> _What is expected_
Exactly the lines below from the one with "The game is" up to and including the one with "- Renamed Velocity" make up the answer, with nothing else added.

═══ Data to use ═══

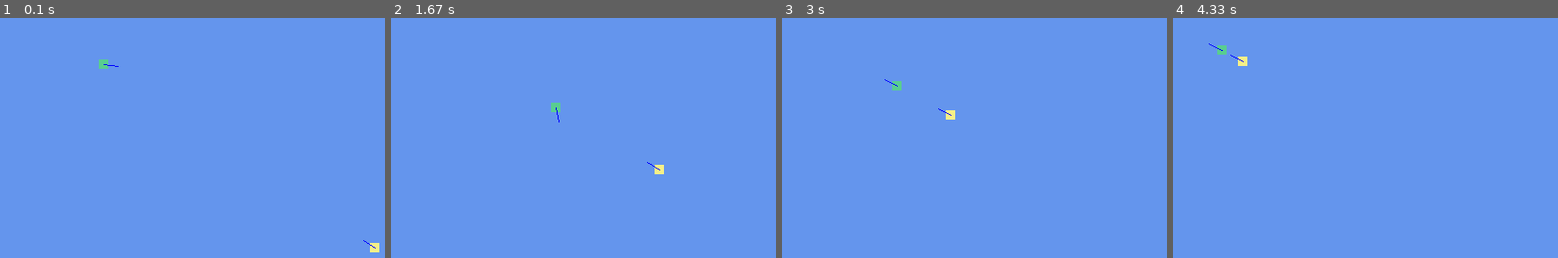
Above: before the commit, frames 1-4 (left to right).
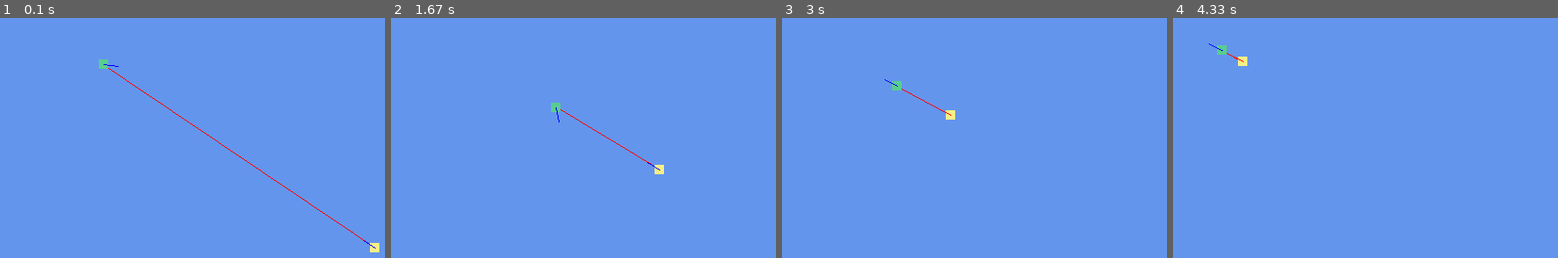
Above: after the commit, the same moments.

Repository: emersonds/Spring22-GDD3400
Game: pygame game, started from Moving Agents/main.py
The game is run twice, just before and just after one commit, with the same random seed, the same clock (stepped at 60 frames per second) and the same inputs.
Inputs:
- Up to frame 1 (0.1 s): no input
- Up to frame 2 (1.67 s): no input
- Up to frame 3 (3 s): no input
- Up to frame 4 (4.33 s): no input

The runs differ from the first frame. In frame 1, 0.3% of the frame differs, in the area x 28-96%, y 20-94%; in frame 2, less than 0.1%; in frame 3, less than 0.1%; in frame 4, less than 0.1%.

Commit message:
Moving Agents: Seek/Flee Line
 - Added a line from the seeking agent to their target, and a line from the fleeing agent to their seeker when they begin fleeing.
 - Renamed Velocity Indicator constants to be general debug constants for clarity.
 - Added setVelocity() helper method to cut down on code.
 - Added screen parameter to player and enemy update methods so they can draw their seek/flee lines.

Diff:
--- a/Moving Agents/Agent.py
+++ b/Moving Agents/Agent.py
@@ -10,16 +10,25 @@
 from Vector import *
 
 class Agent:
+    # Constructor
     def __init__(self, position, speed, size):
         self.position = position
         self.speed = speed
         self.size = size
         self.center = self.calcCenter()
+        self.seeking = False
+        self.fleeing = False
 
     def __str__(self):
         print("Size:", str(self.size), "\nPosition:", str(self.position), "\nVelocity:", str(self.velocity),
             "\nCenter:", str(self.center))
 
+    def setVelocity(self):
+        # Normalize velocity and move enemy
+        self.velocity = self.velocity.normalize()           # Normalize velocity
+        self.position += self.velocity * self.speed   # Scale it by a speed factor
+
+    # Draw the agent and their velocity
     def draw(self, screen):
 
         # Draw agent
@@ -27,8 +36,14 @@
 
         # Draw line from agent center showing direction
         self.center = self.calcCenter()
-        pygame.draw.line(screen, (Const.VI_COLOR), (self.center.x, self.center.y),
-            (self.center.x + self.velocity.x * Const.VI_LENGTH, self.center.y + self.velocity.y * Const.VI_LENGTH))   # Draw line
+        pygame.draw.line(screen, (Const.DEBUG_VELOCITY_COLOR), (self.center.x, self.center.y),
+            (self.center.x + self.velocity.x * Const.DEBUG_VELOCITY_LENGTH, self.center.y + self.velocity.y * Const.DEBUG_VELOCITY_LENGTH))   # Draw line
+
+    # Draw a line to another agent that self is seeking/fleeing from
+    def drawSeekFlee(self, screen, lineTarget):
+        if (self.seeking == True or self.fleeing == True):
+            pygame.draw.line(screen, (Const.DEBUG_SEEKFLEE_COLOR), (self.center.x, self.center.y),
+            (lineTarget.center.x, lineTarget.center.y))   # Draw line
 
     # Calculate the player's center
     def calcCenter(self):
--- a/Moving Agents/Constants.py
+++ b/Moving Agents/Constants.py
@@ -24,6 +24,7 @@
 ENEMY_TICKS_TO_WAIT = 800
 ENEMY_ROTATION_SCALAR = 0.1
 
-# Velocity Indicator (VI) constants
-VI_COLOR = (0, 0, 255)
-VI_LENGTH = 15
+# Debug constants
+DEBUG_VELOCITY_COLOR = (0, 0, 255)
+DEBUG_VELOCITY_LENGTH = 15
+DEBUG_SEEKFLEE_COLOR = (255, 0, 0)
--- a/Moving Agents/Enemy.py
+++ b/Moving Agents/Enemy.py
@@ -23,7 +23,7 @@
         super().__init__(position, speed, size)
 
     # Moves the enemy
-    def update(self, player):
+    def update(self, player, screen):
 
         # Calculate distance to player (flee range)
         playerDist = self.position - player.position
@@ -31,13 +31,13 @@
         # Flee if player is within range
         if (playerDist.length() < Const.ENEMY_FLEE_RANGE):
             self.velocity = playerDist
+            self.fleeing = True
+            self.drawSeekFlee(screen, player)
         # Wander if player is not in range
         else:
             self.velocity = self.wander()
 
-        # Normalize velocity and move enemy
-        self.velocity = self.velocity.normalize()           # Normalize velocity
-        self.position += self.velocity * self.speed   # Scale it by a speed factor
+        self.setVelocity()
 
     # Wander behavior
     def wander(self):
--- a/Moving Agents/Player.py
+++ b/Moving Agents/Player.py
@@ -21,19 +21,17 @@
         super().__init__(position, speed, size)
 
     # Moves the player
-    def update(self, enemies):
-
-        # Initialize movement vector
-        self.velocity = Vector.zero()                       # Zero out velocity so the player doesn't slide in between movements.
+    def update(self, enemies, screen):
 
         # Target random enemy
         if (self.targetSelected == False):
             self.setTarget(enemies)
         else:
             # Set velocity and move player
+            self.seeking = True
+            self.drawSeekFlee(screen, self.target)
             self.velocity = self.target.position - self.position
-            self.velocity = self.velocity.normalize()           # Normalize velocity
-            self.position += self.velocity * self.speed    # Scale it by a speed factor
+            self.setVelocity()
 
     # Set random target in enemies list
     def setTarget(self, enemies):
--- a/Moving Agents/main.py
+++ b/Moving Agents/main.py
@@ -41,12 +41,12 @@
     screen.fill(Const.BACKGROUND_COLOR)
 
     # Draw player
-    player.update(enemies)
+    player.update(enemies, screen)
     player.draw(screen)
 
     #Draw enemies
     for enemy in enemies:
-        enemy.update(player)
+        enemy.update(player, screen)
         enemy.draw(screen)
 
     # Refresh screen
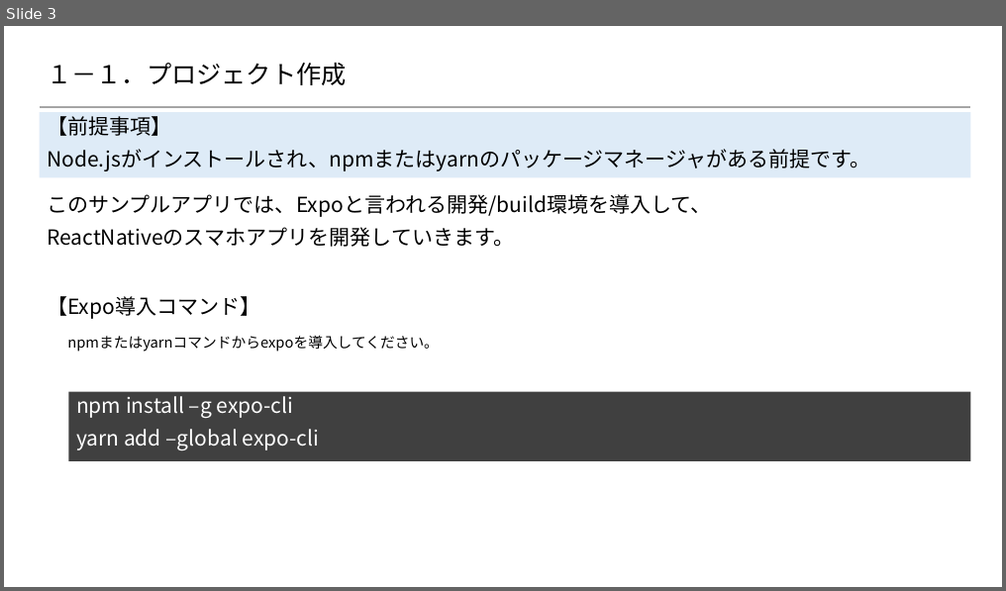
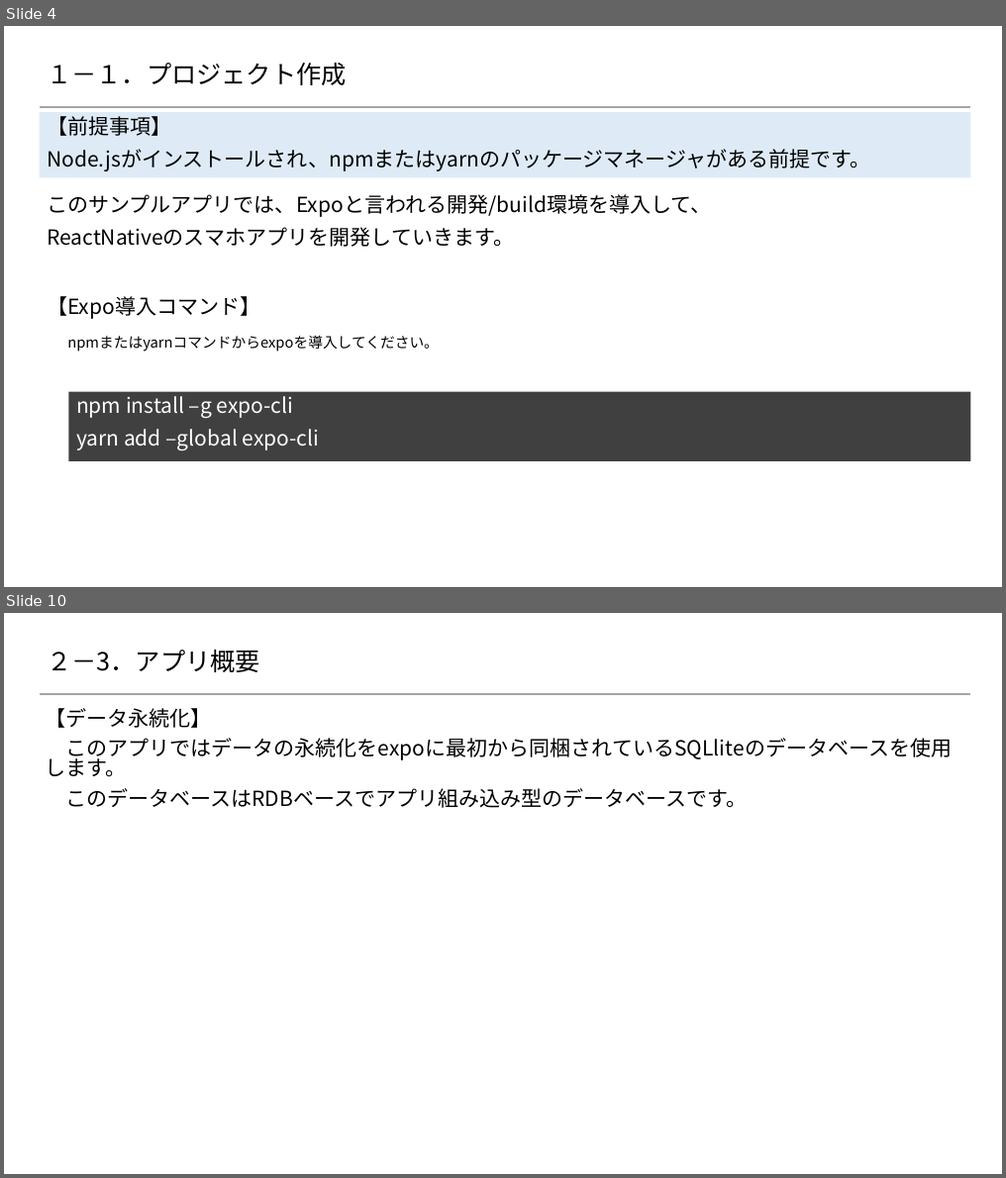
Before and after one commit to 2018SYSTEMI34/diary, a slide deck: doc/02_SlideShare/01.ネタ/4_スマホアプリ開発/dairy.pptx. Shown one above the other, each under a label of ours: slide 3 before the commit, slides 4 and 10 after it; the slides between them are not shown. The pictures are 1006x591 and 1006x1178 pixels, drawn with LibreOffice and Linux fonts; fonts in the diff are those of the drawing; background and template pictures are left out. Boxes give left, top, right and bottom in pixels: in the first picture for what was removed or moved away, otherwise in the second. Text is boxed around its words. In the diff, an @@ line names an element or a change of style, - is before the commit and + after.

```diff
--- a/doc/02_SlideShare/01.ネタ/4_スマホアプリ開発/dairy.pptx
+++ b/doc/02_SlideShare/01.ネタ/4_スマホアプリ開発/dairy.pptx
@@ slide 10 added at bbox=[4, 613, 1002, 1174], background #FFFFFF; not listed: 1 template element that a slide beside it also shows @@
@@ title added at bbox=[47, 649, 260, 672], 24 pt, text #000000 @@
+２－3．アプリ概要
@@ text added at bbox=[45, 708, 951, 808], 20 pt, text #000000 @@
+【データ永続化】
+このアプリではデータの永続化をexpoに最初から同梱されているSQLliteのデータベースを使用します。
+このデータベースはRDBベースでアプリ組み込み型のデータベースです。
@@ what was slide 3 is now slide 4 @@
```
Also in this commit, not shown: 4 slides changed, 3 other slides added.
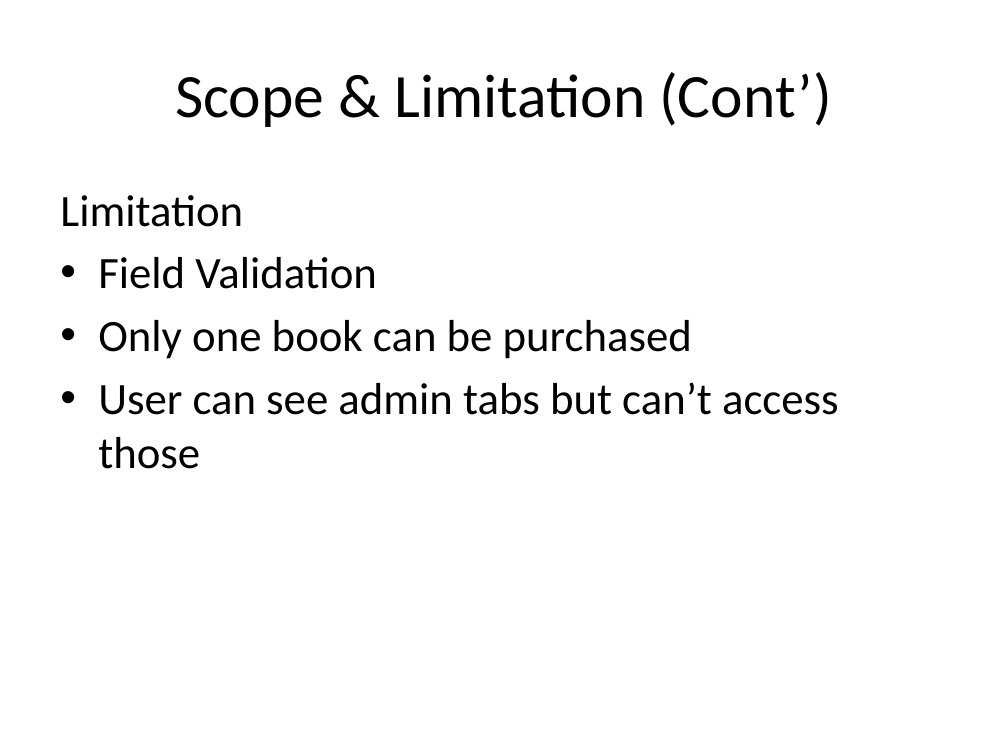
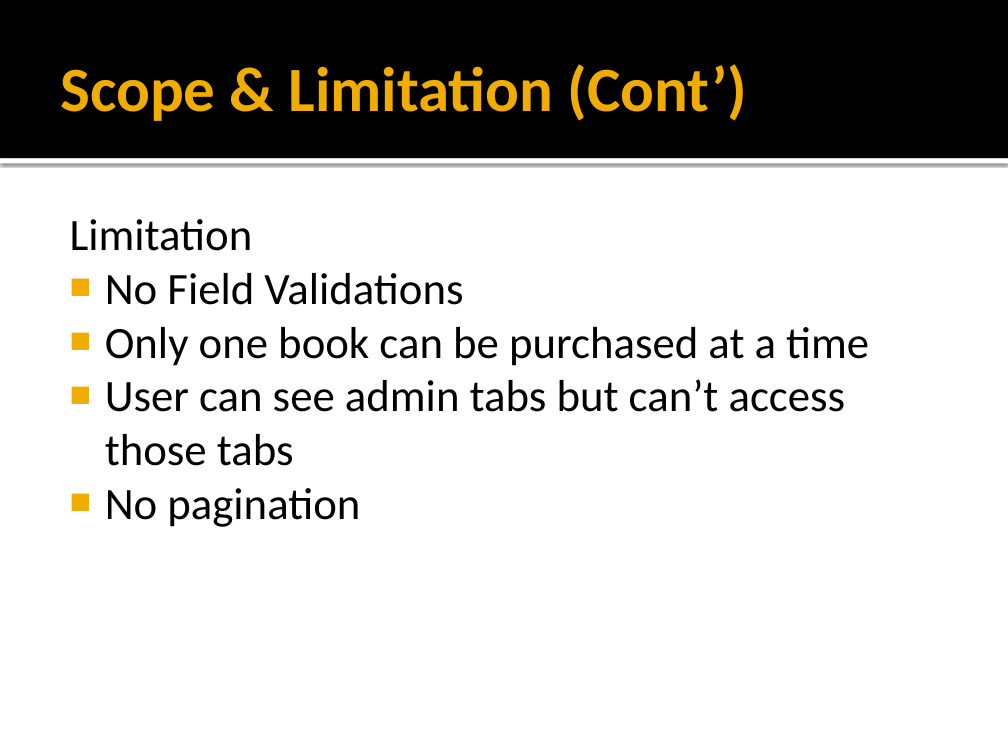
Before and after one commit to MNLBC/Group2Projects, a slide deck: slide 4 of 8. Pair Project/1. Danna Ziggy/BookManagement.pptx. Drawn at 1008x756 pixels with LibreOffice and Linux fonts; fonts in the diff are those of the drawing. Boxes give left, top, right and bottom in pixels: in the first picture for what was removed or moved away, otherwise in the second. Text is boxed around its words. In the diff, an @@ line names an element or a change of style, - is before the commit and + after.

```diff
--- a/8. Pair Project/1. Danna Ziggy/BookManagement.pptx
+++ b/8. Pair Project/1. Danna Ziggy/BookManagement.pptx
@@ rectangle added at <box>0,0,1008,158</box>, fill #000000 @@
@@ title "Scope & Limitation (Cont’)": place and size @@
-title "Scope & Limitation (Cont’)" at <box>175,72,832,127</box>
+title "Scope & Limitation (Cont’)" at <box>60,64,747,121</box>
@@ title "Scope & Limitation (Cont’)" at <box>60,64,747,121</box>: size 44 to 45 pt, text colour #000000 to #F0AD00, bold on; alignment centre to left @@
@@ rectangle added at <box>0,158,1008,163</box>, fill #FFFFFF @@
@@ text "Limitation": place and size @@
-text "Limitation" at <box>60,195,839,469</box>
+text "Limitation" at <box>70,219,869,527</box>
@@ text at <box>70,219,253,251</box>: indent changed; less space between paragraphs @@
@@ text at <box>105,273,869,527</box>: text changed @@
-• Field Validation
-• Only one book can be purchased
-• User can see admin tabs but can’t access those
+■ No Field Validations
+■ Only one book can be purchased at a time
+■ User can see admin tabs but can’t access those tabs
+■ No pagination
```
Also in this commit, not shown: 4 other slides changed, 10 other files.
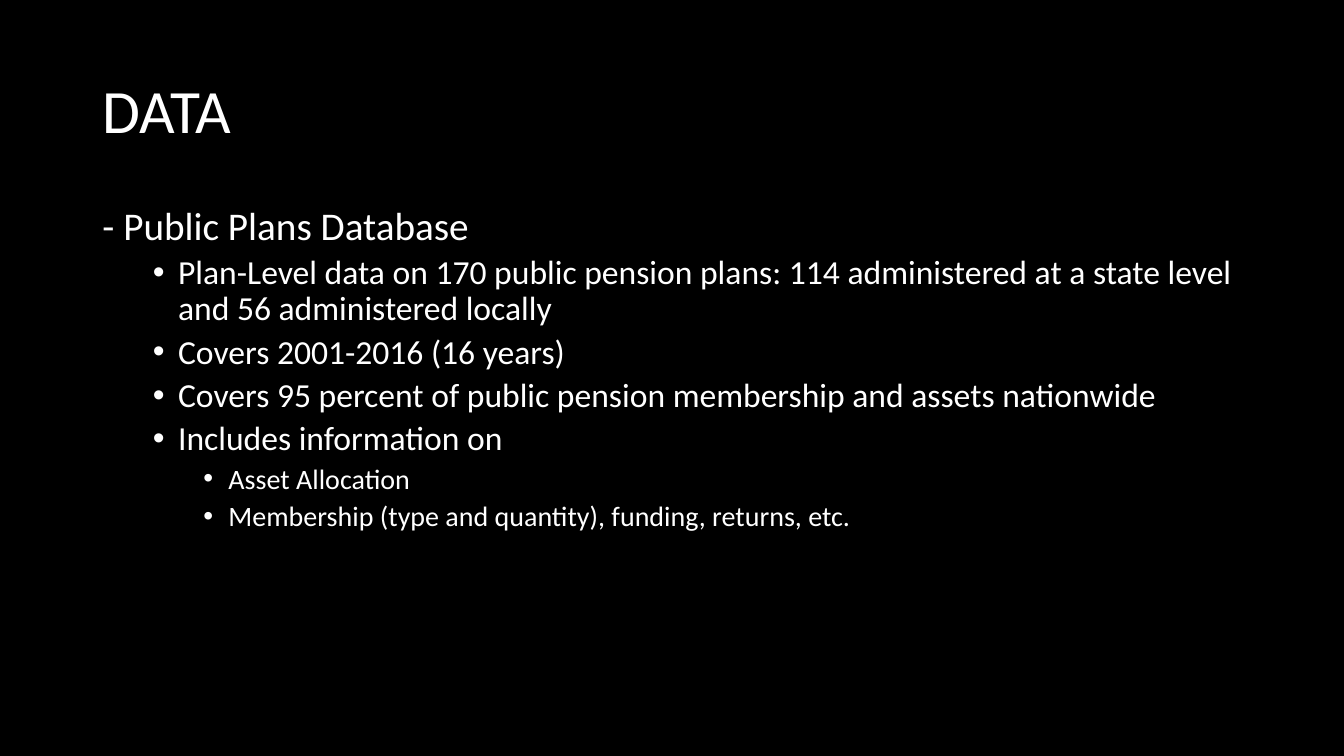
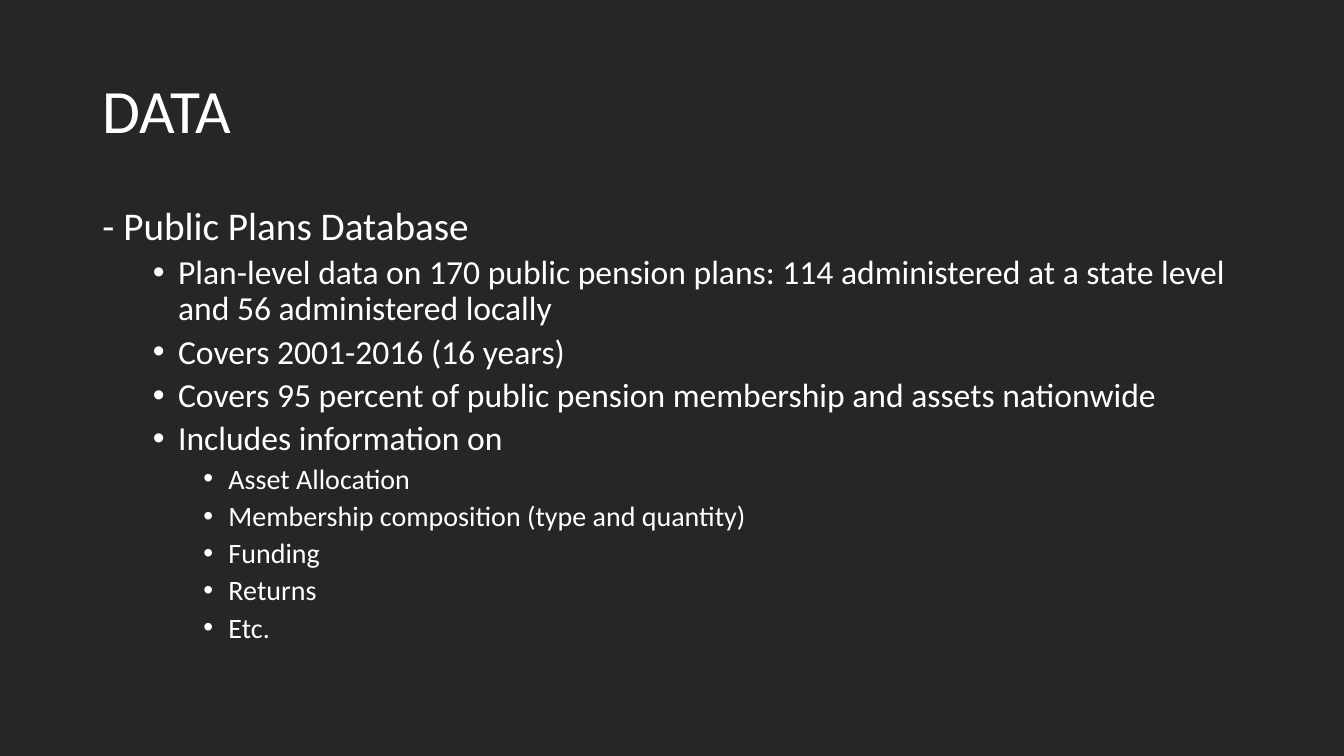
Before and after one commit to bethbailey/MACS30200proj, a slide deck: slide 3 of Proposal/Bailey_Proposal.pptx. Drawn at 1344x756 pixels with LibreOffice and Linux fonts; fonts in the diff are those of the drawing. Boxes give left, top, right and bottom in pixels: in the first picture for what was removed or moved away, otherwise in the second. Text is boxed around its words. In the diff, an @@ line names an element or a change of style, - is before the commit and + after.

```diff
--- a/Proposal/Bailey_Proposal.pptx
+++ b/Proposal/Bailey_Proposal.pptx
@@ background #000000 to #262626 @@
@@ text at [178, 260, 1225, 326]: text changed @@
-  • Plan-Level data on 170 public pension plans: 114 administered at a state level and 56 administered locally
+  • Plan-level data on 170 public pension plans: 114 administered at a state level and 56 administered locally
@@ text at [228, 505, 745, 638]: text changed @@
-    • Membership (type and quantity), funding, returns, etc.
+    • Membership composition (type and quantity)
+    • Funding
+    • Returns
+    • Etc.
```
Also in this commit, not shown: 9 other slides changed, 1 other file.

═══

> _Exercise output_
The game is run twice, just before and just after one commit, with the same random seed, the same clock (stepped at 60 frames per second) and the same inputs.
Inputs:
- Up to frame 1 (0.1 s): no input
- Up to frame 2 (1.67 s): no input
- Up to frame 3 (3 s): no input
- Up to frame 4 (4.33 s): no input

The runs differ from the first frame. In frame 1, 0.3% of the frame differs, in the area x 28-96%, y 20-94%; in frame 2, less than 0.1%; in frame 3, less than 0.1%; in frame 4, less than 0.1%.

Commit message:
Moving Agents: Seek/Flee Line
 - Added a line from the seeking agent to their target, and a line from the fleeing agent to their seeker when they begin fleeing.
 - Renamed Velocity Indicator constants to be general debug constants for clarity.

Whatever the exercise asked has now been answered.